Federal Court: This judgement is about a visa which was refused in 2017, when the "old" version of s 338(2)(d) was in effect. However, the judgement referred to the "new" version of that provision, which only came into effect in December 2018. This case illustrates how challenging it is for anyone to keep up with the pace of change in our industry. Fortunately, it seems that the reference to the "new" provision did not make a difference in the outcome of the case, given the circumstances.

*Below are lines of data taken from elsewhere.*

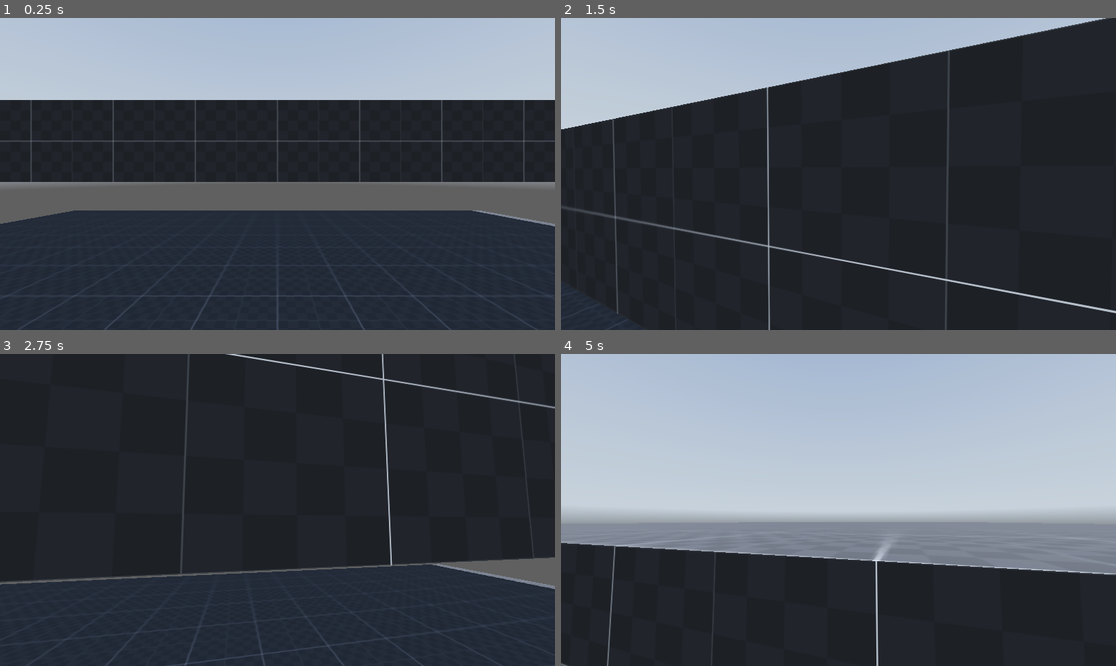
Above: before the commit, frames 1-4 (two rows, left to right).
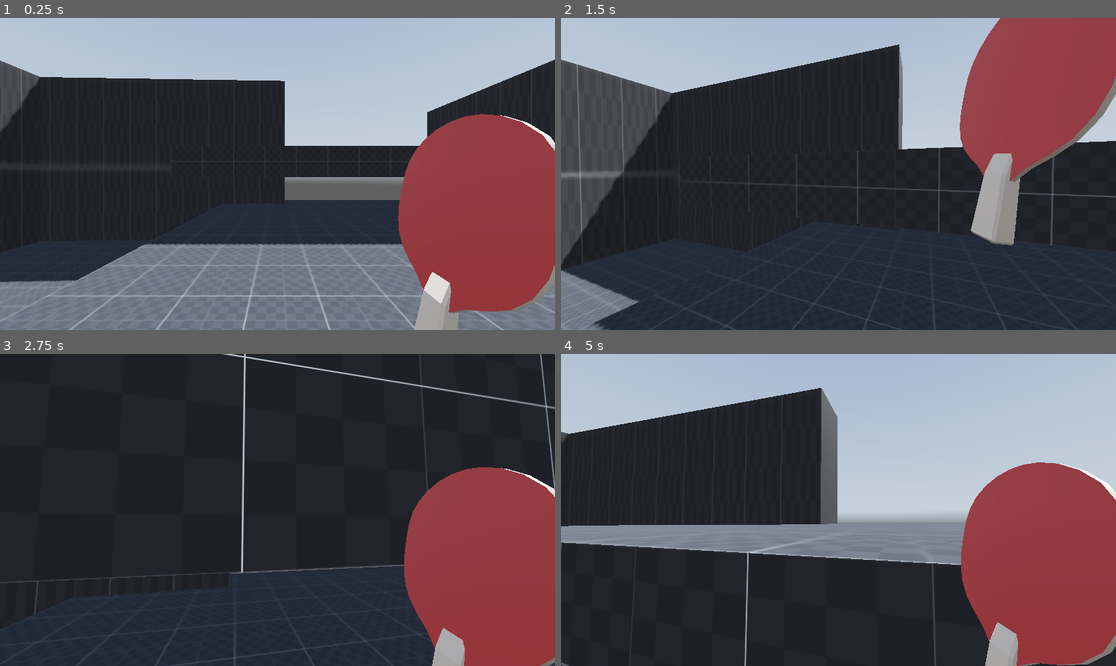
Above: after the commit, the same moments.

Repository: Hevia/XtremePingPong
Game: Godot game, scene res://scenes/world.tscn
Same seed, same stepped clock (60 frames per second), same inputs: the game is played once before the commit and once after it. A sky picture missing from this copy of the repository is replaced by a grey-blue gradient.
Inputs (mouse positions are in pixels of both pictures, inside the frame that each line leads up to):
- Up to frame 1 (0.25 s): no input
- Up to frame 2 (1.5 s): tap Enter at 0.5 s; move the mouse to (866, 174) at 0.52 s; press the mouse at (866, 174) at 0.53 s; hold W (forward) from 0.53 s (still down); tap Space (jump) at 0.77 s; move the mouse to (810, 174) at 1.27 s; release the mouse at (810, 174) at 1.28 s; tap Ctrl (crouch) at 1.35 s
- Up to frame 3 (2.75 s): keep holding W (forward); tap Space (jump) at 1.52 s; click (249, 510) at 1.55 s; move the mouse to (288, 503) at 2.02 s; hold Alt (freelook) from 2.03 s (still down); click (288, 503) at 2.3 s
- Up to frame 4 (5 s): keep holding W (forward); move the mouse to (832, 516) at 2.77 s; release Alt (freelook) at 2.78 s; tap Shift (sprint) at 2.85 s; tap Space (jump) at 3.02, 3.77, 4.52 s; click (832, 516) at 3.05 s; move the mouse to (877, 513) at 3.52 s; press the mouse at (877, 513) at 3.53 s; move the mouse to (794, 506) at 4.27 s; release the mouse at (794, 506) at 4.28 s; click (794, 506) at 4.35 s

The runs differ from the first frame. In frame 1, 51% of the frame differs, in the area x 0-100%, y 13-100%; in frame 2, 31%; in frame 3, 17%; in frame 4, 35%.

Commit message:
save work

Diff:
--- a/project.godot
+++ b/project.godot
@@ -10,7 +10,7 @@
 
 [application]
 
-config/name="FPSController"
+config/name="World War Tennis"
 run/main_scene="res://scenes/world.tscn"
 config/features=PackedStringArray("4.3", "Forward Plus")
 config/icon="res://icon.svg"
@@ -63,3 +63,12 @@
 "events": [Object(InputEventKey,"resource_local_to_scene":false,"resource_name":"","device":-1,"window_id":0,"alt_press …(195 unchanged characters)…
 ]
 }
+primary={
+"deadzone": 0.5,
+"events": [Object(InputEventMouseButton,"resource_local_to_scene":false,"resource_name":"","device":-1,"window_id":0,"alt_pressed":false,"shift_pressed":false,"ctrl_pressed":false,"meta_pressed":false,"button_mask":1,"position":Vector2(263, 10),"global_position":Vector2(272, 56),"factor":1.0,"button_index":1,"canceled":false,"pressed":true,"double_click":false,"script":null)
+]
+}
+
+[physics]
+
+3d/physics_engine="JoltPhysics3D"
--- /dev/null
+++ b/scenes/game objects/ball.gd
@@ -0,0 +1,37 @@
+extends CharacterBody3D
+class_name Ball
+
+const BASE_SPEED = 60.0
+var ricochets_remaining = 100
+var mass = 10.0
+
+func apply_force(force: Vector3):
+	# F = ma, so a = F/m
+	var acceleration = force / mass
+	# In Godot, we typically apply changes directly to velocity
+	velocity += acceleration
+	# Ensure the ball is aligned with its new velocity
+	align_to_velocity()
+
+func _physics_process(delta):
+	# Add the gravity.
+	if not is_on_floor():
+		velocity += get_gravity() * delta
+
+	var collision = move_and_collide(velocity * delta)
+	if collision:
+		handle_ricochet(collision)
+
+func align_to_velocity():
+	if velocity.length() > 0:
+		look_at(global_position + velocity.normalized(), Vector3.UP)
+
+
+func handle_ricochet(collision: KinematicCollision3D):
+	if ricochets_remaining <= 0:
+		queue_free()
+		return
+
+	velocity = velocity.bounce(collision.get_normal())
+	#align_to_velocity()
+	ricochets_remaining -= 1
--- /dev/null
+++ b/scenes/game objects/ball.tscn
@@ -0,0 +1,25 @@
+[gd_scene load_steps=5 format=3 uid="uid://dmadrerobybqv"]
+
+[ext_resource type="Script" path="res://scenes/game objects/ball.gd" id="1_275bg"]
+
+[sub_resource type="SphereShape3D" id="SphereShape3D_grfoj"]
+
+[sub_resource type="SphereMesh" id="SphereMesh_5xmaf"]
+
+[sub_resource type="SphereShape3D" id="SphereShape3D_nw0gf"]
+
+[node name="Ball" type="CharacterBody3D"]
+script = ExtResource("1_275bg")
+
+[node name="CollisionShape3D" type="CollisionShape3D" parent="."]
+shape = SubResource("SphereShape3D_grfoj")
+
+[node name="MeshInstance3D" type="MeshInstance3D" parent="."]
+mesh = SubResource("SphereMesh_5xmaf")
+
+[node name="Timer" type="Timer" parent="."]
+
+[node name="Area3D" type="Area3D" parent="."]
+
+[node name="CollisionShape3D" type="CollisionShape3D" parent="Area3D"]
+shape = SubResource("SphereShape3D_nw0gf")
--- a/scenes/game objects/player.gd
+++ b/scenes/game objects/player.gd
@@ -49,10 +49,31 @@
 @onready var crouching_collision_shape: CollisionShape3D = %CrouchingCollisionShape
 @onready var crouching_ray_cast_check: RayCast3D = %CrouchingRayCastCheck
 @onready var head_bob_pivot: Node3D = %HeadBobPivot
-
+@onready var animation_player: AnimationPlayer = $AnimationPlayer
+@onready var paddle_area_3d: Area3D = $PaddleArea3D
+var hit_force = 100.0  # Adjust this to control hit strength
 
 func _ready():
 	Input.mouse_mode = Input.MOUSE_MODE_CAPTURED
+	paddle_area_3d.area_entered.connect(on_paddle_area_entered)
+
+func hitstop(time_scale, duration) -> void:
+	Engine.time_scale = time_scale
+	await(get_tree().create_timer(duration * time_scale).timeout)
+	Engine.time_scale = 1.0
+
+func shake_screen():
+	pass
+
+func on_paddle_area_entered(other_area: Area3D):
+	if other_area.owner is Ball:
+		var hit_direction = calculate_hit_direction()
+		var force = hit_direction * hit_force
+		hitstop(0.05, 0.7)
+		other_area.owner.apply_force(force)
+
+func calculate_hit_direction() -> Vector3:
+	return -global_transform.basis.z.normalized()
 
 
 func _input(event):
@@ -70,6 +91,10 @@
 		head.rotate_x(mouse_y_mov)
 		head.rotation.x = clamp(head.rotation.x, HEAD_Y_CLAMP_DOWN, HEAD_Y_CLAMP_UP)
 
+func _process(delta):
+	if Input.is_action_pressed("primary") and not animation_player.is_playing():
+		animation_player.play("swing_paddle")
+
 func _physics_process(delta: float) -> void:
 	# Get the input direction and handle the movement/deceleration.
 	# As good practice, you should replace UI actions with custom gameplay actions.
--- a/scenes/game objects/player.tscn
+++ b/scenes/game objects/player.tscn
@@ -1,11 +1,124 @@
-[gd_scene load_steps=4 format=3 uid="uid://gkr8sq0f7u2l"]
+[gd_scene load_steps=9 format=3 uid="uid://gkr8sq0f7u2l"]
 
 [ext_resource type="Script" path="res://scenes/game objects/player.gd" id="1_c5mcm"]
+[ext_resource type="PackedScene" uid="uid://d35jn7xjt32mw" path="res://assets/mdlTableTennisPaddle.glb" id="2_5ea66"]
 
 [sub_resource type="CapsuleShape3D" id="CapsuleShape3D_041md"]
 
 [sub_resource type="CapsuleShape3D" id="CapsuleShape3D_pksv0"]
 height = 1.2
+
+[sub_resource type="Animation" id="Animation_gustj"]
+length = 0.001
+tracks/0/type = "value"
+tracks/0/imported = false
+tracks/0/enabled = true
+tracks/0/path = NodePath("mdlTableTennisPaddle:position")
+tracks/0/interp = 1
+tracks/0/loop_wrap = true
+tracks/0/keys = {
+"times": PackedFloat32Array(0),
+"transitions": PackedFloat32Array(1),
+"update": 0,
+"values": [Vector3(0.178301, 1.6046, -0.481952)]
+}
+tracks/1/type = "value"
+tracks/1/imported = false
+tracks/1/enabled = true
+tracks/1/path = NodePath("mdlTableTennisPaddle:rotation")
+tracks/1/interp = 1
+tracks/1/loop_wrap = true
+tracks/1/keys = {
+"times": PackedFloat32Array(0),
+"transitions": PackedFloat32Array(1),
+"update": 0,
+"values": [Vector3(-0.173585, -1.57902, 0.00142006)]
+}
+tracks/2/type = "value"
+tracks/2/imported = false
+tracks/2/enabled = true
+tracks/2/path = NodePath("mdlTableTennisPaddle:scale")
+tracks/2/interp = 1
+tracks/2/loop_wrap = true
+tracks/2/keys = {
+"times": PackedFloat32Array(0),
+"transitions": PackedFloat32Array(1),
+"update": 0,
+"values": [Vector3(1, 1, 1)]
+}
+tracks/3/type = "value"
+tracks/3/imported = false
+tracks/3/enabled = true
+tracks/3/path = NodePath("PaddleArea3D/CollisionShape3D:disabled")
+tracks/3/interp = 1
+tracks/3/loop_wrap = true
+tracks/3/keys = {
+"times": PackedFloat32Array(0),
+"transitions": PackedFloat32Array(1),
+"update": 1,
+"values": [true]
+}
+
+[sub_resource type="Animation" id="Animation_buyvv"]
+resource_name = "swing_paddle"
+length = 0.4
+step = 0.01
+tracks/0/type = "value"
+tracks/0/imported = false
+tracks/0/enabled = true
+tracks/0/path = NodePath("mdlTableTennisPaddle:position")
+tracks/0/interp = 2
+tracks/0/loop_wrap = true
+tracks/0/keys = {
+"times": PackedFloat32Array(0, 0.07, 0.3, 0.4),
+"transitions": PackedFloat32Array(1, 1, 1, 1),
+"update": 0,
+"values": [Vector3(0.178301, 1.6046, -0.481952), Vector3(0.0345168, 1.55502, -0.422462), Vector3(-0.396834, 1.40358, -0.266976), Vector3(0.178301, 1.6046, -0.481952)]
+}
+tracks/1/type = "value"
+tracks/1/imported = false
+tracks/1/enabled = true
+tracks/1/path = NodePath("mdlTableTennisPaddle:rotation")
+tracks/1/interp = 2
+tracks/1/loop_wrap = true
+tracks/1/keys = {
+"times": PackedFloat32Array(0, 0.07, 0.3, 0.4),
+"transitions": PackedFloat32Array(1, 1, 1, 1),
+"update": 0,
+"values": [Vector3(-0.173585, -1.57902, 0.00142006), Vector3(-0.0327422, -1.24293, 0.506782), Vector3(-0.0153184, -0.186116, 0.992407), Vector3(-0.173585, -1.57902, 0.00142006)]
+}
+tracks/2/type = "value"
+tracks/2/imported = false
+tracks/2/enabled = true
+tracks/2/path = NodePath("mdlTableTennisPaddle:scale")
+tracks/2/interp = 1
+tracks/2/loop_wrap = true
+tracks/2/keys = {
+"times": PackedFloat32Array(0),
+"transitions": PackedFloat32Array(1),
+"update": 0,
+"values": [Vector3(1, 1, 1)]
+}
+tracks/3/type = "value"
+tracks/3/imported = false
+tracks/3/enabled = true
+tracks/3/path = NodePath("PaddleArea3D/CollisionShape3D:disabled")
+tracks/3/interp = 1
+tracks/3/loop_wrap = true
+tracks/3/keys = {
+"times": PackedFloat32Array(0, 0.06, 0.3),
+"transitions": PackedFloat32Array(1, 1, 1),
+"update": 1,
+"values": [true, false, true]
+}
+
+[sub_resource type="AnimationLibrary" id="AnimationLibrary_bmp6s"]
+_data = {
+"RESET": SubResource("Animation_gustj"),
+"swing_paddle": SubResource("Animation_buyvv")
+}
+
+[sub_resource type="BoxShape3D" id="BoxShape3D_ilbb6"]
 
 [node name="Player" type="CharacterBody3D"]
 script = ExtResource("1_c5mcm")
@@ -37,3 +150,18 @@
 [node name="CrouchingRayCastCheck" type="RayCast3D" parent="."]
 unique_name_in_owner = true
 target_position = Vector3(0, 2, 0)
+
+[node name="mdlTableTennisPaddle" parent="." instance=ExtResource("2_5ea66")]
+transform = Transform3D(-0.00797834, 0.17272, -0.984939, 0.00139872, 0.984971, 0.172715, 0.999967, 3.23169e-07, -0.00810002, 0.178301, 1.6046, -0.481952)
+
+[node name="AnimationPlayer" type="AnimationPlayer" parent="."]
+libraries = {
+"": SubResource("AnimationLibrary_bmp6s")
+}
+
+[node name="PaddleArea3D" type="Area3D" parent="."]
+
+[node name="CollisionShape3D" type="CollisionShape3D" parent="PaddleArea3D"]
+transform = Transform3D(2.24241, 0, 0, 0, 1.42202, 0, 0, 0, 2.4578, 0, 1.37524, -1.26064)
+shape = SubResource("BoxShape3D_ilbb6")
+disabled = true
--- a/scenes/world.tscn
+++ b/scenes/world.tscn
@@ -1,8 +1,9 @@
-[gd_scene load_steps=8 format=3 uid="uid://g1ab1prsq1x"]
+[gd_scene load_steps=9 format=3 uid="uid://g1ab1prsq1x"]
 
 [ext_resource type="Texture2D" uid="uid://bonq3336v7tnd" path="res://assets/textures/dev/grids/Dark/texture_07.png" id="1_5uy5q"]
 [ext_resource type="Texture2D" uid="uid://fgsxe5nxy6q1" path="res://assets/hdris/kloofendal_48d_partly_cloudy_puresky_2k.hdr" id="2_4pco4"]
 [ext_resource type="PackedScene" uid="uid://gkr8sq0f7u2l" path="res://scenes/game objects/player.tscn" id="3_4rpdc"]
+[ext_resource type="PackedScene" uid="uid://dmadrerobybqv" path="res://scenes/game objects/ball.tscn" id="4_8j0ie"]
 
 [sub_resource type="StandardMaterial3D" id="StandardMaterial3D_gs0mq"]
 albedo_texture = ExtResource("1_5uy5q")
@@ -30,8 +31,50 @@
 size = Vector3(20, 1, 20)
 material = SubResource("StandardMaterial3D_gs0mq")
 
+[node name="CSGBox3D9" type="CSGBox3D" parent="Stage"]
+transform = Transform3D(0.468607, -0.438669, 0, 0.228747, 0.898649, 0, 0, 0, 0.309881, -14.3762, -2.79303, 7.46153)
+use_collision = true
+size = Vector3(20, 1, 20)
+material = SubResource("StandardMaterial3D_gs0mq")
+
+[node name="CSGBox3D5" type="CSGBox3D" parent="Stage"]
+transform = Transform3D(1, 0, 0, 0, 1, 0, 0, 0, 1, -11.9853, -2.60934, 0)
+use_collision = true
+size = Vector3(20, 1, 20)
+material = SubResource("StandardMaterial3D_gs0mq")
+
 [node name="CSGBox3D2" type="CSGBox3D" parent="Stage"]
 transform = Transform3D(1, 0, 0, 0, 1, 0, 0, 0, 1, 0, 2.19959, -12.474)
+use_collision = true
+size = Vector3(20, 1, 20)
+material = SubResource("StandardMaterial3D_gs0mq")
+
+[node name="CSGBox3D3" type="CSGBox3D" parent="Stage"]
+transform = Transform3D(0.104866, 0, 0, 0, 10.4939, 0, 0, 0, 1.52775, 8.13909, 2.19959, 0.681385)
+use_collision = true
+size = Vector3(20, 1, 20)
+material = SubResource("StandardMaterial3D_gs0mq")
+
+[node name="CSGBox3D6" type="CSGBox3D" parent="Stage"]
+transform = Transform3D(0.104866, 0, 0, 0, 10.4939, 0, 0, 0, 1.52775, -21.4611, 2.19959, 0.681385)
+use_collision = true
+size = Vector3(20, 1, 20)
+material = SubResource("StandardMaterial3D_gs0mq")
+
+[node name="CSGBox3D7" type="CSGBox3D" parent="Stage"]
+transform = Transform3D(0.00364514, 0, -1.52683, 0, 10.4939, 0, 0.104803, 0, 0.0531046, -21.4611, 2.19959, -8.8546)
+use_collision = true
+size = Vector3(20, 1, 20)
+material = SubResource("StandardMaterial3D_gs0mq")
+
+[node name="CSGBox3D8" type="CSGBox3D" parent="Stage"]
+transform = Transform3D(0.00364514, 0, -1.52683, 0, 10.4939, 0, 0.104803, 0, 0.0531046, -16.5251, 2.19959, 10.7038)
+use_collision = true
+size = Vector3(20, 1, 20)
+material = SubResource("StandardMaterial3D_gs0mq")
+
+[node name="CSGBox3D4" type="CSGBox3D" parent="Stage"]
+transform = Transform3D(0.0593441, 0, -1.25958, 0, 10.4939, 0, 0.0864593, 0, 0.864555, 8.13909, 2.19959, 3.7145)
 use_collision = true
 size = Vector3(20, 1, 20)
 material = SubResource("StandardMaterial3D_gs0mq")
@@ -46,3 +89,13 @@
 shadow_enabled = true
 
 [node name="Player" parent="." instance=ExtResource("3_4rpdc")]
+transform = Transform3D(1, 0, 0, 0, 1, 0, 0, 0, 1, -6.60253, 0, 4)
+
+[node name="Ball" parent="." instance=ExtResource("4_8j0ie")]
+transform = Transform3D(1, 0, 0, 0, 1, 0, 0, 0, 1, 0, 3, 0)
+
+[node name="Ball2" parent="." instance=ExtResource("4_8j0ie")]
+transform = Transform3D(1, 0, 0, 0, 1, 0, 0, 0, 1, 4.0705, 1.34139, 1.1761)
+
+[node name="Ball3" parent="." instance=ExtResource("4_8j0ie")]
+transform = Transform3D(1, 0, 0, 0, 1, 0, 0, 0, 1, -16.0547, 1.34139, 1.1761)
Not shown, added: addons/godot-jolt/LICENSE.txt
Not shown, added: addons/godot-jolt/THIRDPARTY.txt
Not shown, added: addons/shaker/assets/Pause.svg
Not shown, added: addons/shaker/assets/Pause.svg.import
Not shown, added: addons/shaker/assets/Play.svg
Not shown, added: addons/shaker/assets/Play.svg.import
Not shown, added: addons/shaker/assets/ShaderPreset.svg.import
Not shown, added: addons/shaker/assets/ShakeTypeBase.svg.import
Not shown, added: addons/shaker/assets/Shaker.svg
Not shown, added: addons/shaker/assets/Shaker.svg.import
Not shown, added: addons/shaker/assets/Shaker2D.svg
Not shown, added: addons/shaker/assets/Shaker2D.svg.import
(and 114 more such lines)

The Migration and Other Legislation Amendment (Enhanced Integrity) Act 2018 includes the following provisions:
Part 2—Review of decisions relating to certain visas
Migration Act 1958
4 Paragraph 338(2)(d)
Repeal the paragraph, substitute:
(d) if the visa is a temporary visa of a kind (however described) prescribed for the purposes of this paragraph:
(i) the non‑citizen is, at the time the decision to refuse to grant the visa is made, identified in an approved nomination that has not ceased under the regulations; or
(ii) a review of a decision under section 140E not to approve the sponsor of the non‑citizen is pending at the time the decision to refuse to grant the visa is made; or
(iii) a review of a decision under section 140GB not to approve the nomination of the non‑citizen is pending at the time the decision to refuse to grant the visa is made; or
(iv) except if it is a criterion for the grant of the visa that the non‑citizen is identified in an approved nomination that has not ceased under the regulations—the non‑citizen is, at the time the decision to refuse to grant the visa is made, sponsored by an approved sponsor.
5 Application of amendments
The amendments of section 338 of the Migration Act 1958 made by this Part apply in relation to decisions made after this item commences.
The above Act commenced on 13 December 2018.